Geschichte, Landschaften & Tiere
Reisepaket13 Tage / 12 Nächte | Personen erlaubtPersonen: 5 | TourortNamibia |
Highlights
Windhoek, Kalahari-Wüste, Fischfluss-Canyon, Tiras-Gebirge, Sossusvlei, Deadvlei, Namib-Wüste, Swakopmund, Skelettküste.
Information
Inklusive
✓ 23 Übernachtungen
✓ Englischer Reiseführer
✓ 23 x Frühstück
✓ 15 x Abendessen
✓ 24 Tage lang 4x4-Fahrzeug
✓ 24/7 erreichbarer Ansprechpartner
✓ Persönliches Treffen in Windhoek
✓ 1 x Namibia-Buch
Ausgeschlossen
❌ Eintrittsgebühren oder Parkgenehmigungen in Nationalparks
❌ Persönliche Ausgaben, z.
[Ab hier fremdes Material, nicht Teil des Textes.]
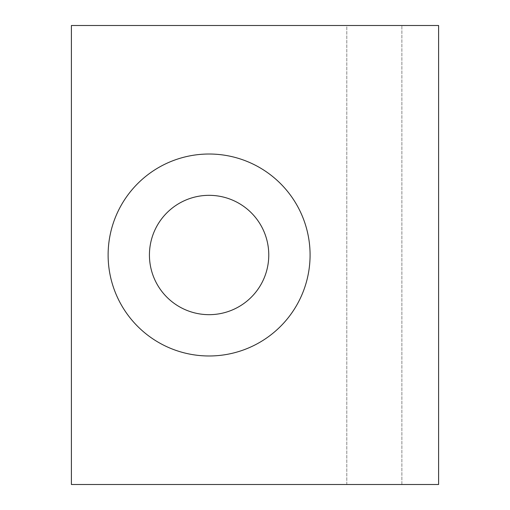 <?xml version="1.0" encoding="UTF-8"?>
<svg xmlns="http://www.w3.org/2000/svg" width="510" height="510" viewBox="0 0 510 510"><rect width="100%" height="100%" fill="white"/><g stroke="black" fill="none" stroke-linecap="round" stroke-linejoin="round"><path stroke-width="0.38" stroke-dasharray="2.55 1.91" d="M310.08 255A100.98 100.98 0 0 0 158.61 167.548A100.98 100.98 0 0 0 158.61 342.452A100.98 100.98 0 0 0 310.08 255M149.43 255A59.67 59.67 0 0 0 209.1 314.67A59.67 59.67 0 0 0 268.77 255A59.67 59.67 0 0 0 209.1 195.33A59.67 59.67 0 0 0 149.43 255M438.6 25.5L346.8 25.5L346.8 484.5L438.6 484.5L438.6 25.5M401.88 484.5L401.88 25.5L401.88 484.5M346.8 484.5L346.8 25.5L71.4 25.5L71.4 484.5L346.8 484.5"/><path stroke-width="0.76" d="M149.43 255A59.67 59.67 0 0 0 209.1 314.67A59.67 59.67 0 0 0 268.77 255A59.67 59.67 0 0 0 209.1 195.33A59.67 59.67 0 0 0 149.43 255M310.08 255A100.98 100.98 0 0 1 158.61 342.452A100.98 100.98 0 0 1 158.61 167.548A100.98 100.98 0 0 1 310.08 255M438.6 484.5L71.4 484.5L71.4 25.5L438.6 25.5L438.6 484.5"/></g></svg>
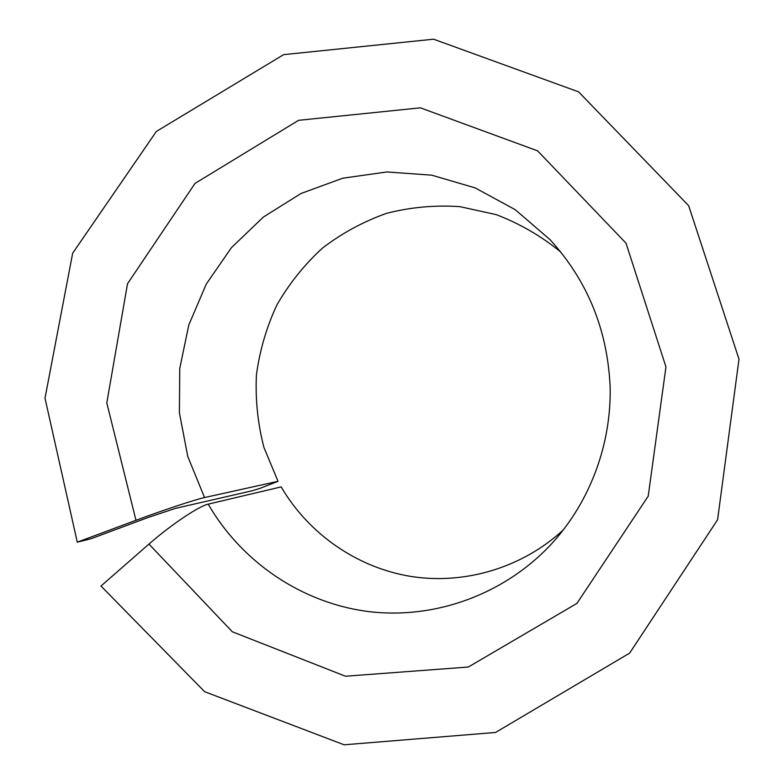 <?xml version="1.0" encoding="UTF-8"?>
<svg xmlns="http://www.w3.org/2000/svg" width="784" height="784" viewBox="0 0 784 784"><rect width="100%" height="100%" fill="white"/><g stroke="black" fill="none" stroke-linecap="round" stroke-linejoin="round"><path stroke-width="1.18" d="M135.975 520.292L77.283 542.165L90.915 538.784L148.411 517.371L175.557 508.355L252.027 490.794L260.053 488.363L278.036 481.307L204.555 497.556C195.539 499.457 162.288 510.443 135.975 520.292L106.791 402.907L127.518 283.739L195.01 183.407L298.557 120.324L420.4 107.829L537.608 150.861L626.004 243.167L665.959 366.932L648.211 496.164L576.936 603.396L468.313 667.027L345.45 676.22L232.309 631.767L148.96 544.086C170.402 525.202 199.126 505.954 208.201 504.151L281.162 486.893C308.533 533.708 356.632 567.459 410.561 576.377C464.491 584.982 522.124 567.939 563.441 529.808M278.036 481.307L263.953 447.507C257.779 423.713 255.261 399.536 256.417 374.987C259.68 350.624 266.491 327.3 276.86 305.015C289.12 283.71 304.31 264.757 322.43 248.136C341.971 233.181 363.364 221.578 386.62 213.326C410.571 207.201 434.963 204.967 459.806 206.633L496.174 214.62C519.655 223.577 541.244 236.092 560.932 252.144M77.283 542.165L45.002 398.184L72.657 253.242L156.349 131.447L283.632 54.645L433.591 39.2L578.582 91.846L688.675 205.712L738.998 359.15L717.585 519.772L629.63 653.131L495.547 732.462L344.127 744.8L204.624 691.694L100.979 586.04L148.96 544.086M204.555 497.556L187.778 456.484L179.409 412.884L179.752 368.48L188.787 325.017L206.212 284.21L231.388 247.715L263.385 217.041L300.978 193.511L342.726 178.213L386.914 171.961L431.7 175.165L475.124 187.876L515.235 209.681L550.152 239.767C587.539 280.858 607.531 329.858 610.128 386.786C611.442 444.214 590.107 501.211 552.651 542.646C505.533 594.233 435.14 619.732 368.411 611.549C301.654 603.004 241.59 561.971 208.201 504.151"/></g></svg>

B. Telefon, Getränke, nicht erwähnte Mahlzeiten, Souvenirs, Trinkgelder
❌ Internationale Flüge
❌ Optionale Aktivitäten
❌ Benzin für den Mietwagen und Extras wie Vertragsgebühr, Fahrerregistrierungsgebühr
❌ Reiseversicherung oder Visagebühren
Tourprogramm
Dieses Tourprogramm dient lediglich als Vorschlag. Je nach Ihren Wünschen, Ihrem Zeitplan und Ihrem Budget stellen wir Ihnen gerne ein maßgeschneidertes Programm zusammen.

BB = Übernachtung | Frühstück
DBB = Abendessen | Übernachtung | Frühstück
FB = Mittagessen oder Lunchpakete | Abendessen | Übernachtung | Frühstück, Aktivitäten und Aktivitäten
Tag 1: Übernachtung: Hotel in Windhoek (Übernachtung mit Frühstück)
Ankunft in Windhoek (Flughafen Hosea Kutako). Abholung Ihres Mietwagens. Die Fahrt zu Ihrer Unterkunft in Windhoek dauert ca. 30 Minuten. Für den ersten und letzten Abend in Windhoek empfehlen wir Ihnen, im Voraus im gewünschten Restaurant zu reservieren (wir geben Ihnen gerne Empfehlungen).
Optional: Geführte Katutura-Tour, Stadtrundfahrt (auch auf eigene Faust).
Tag 2: Übernachtung: Lodge in der Kalahari (Doppelzimmer)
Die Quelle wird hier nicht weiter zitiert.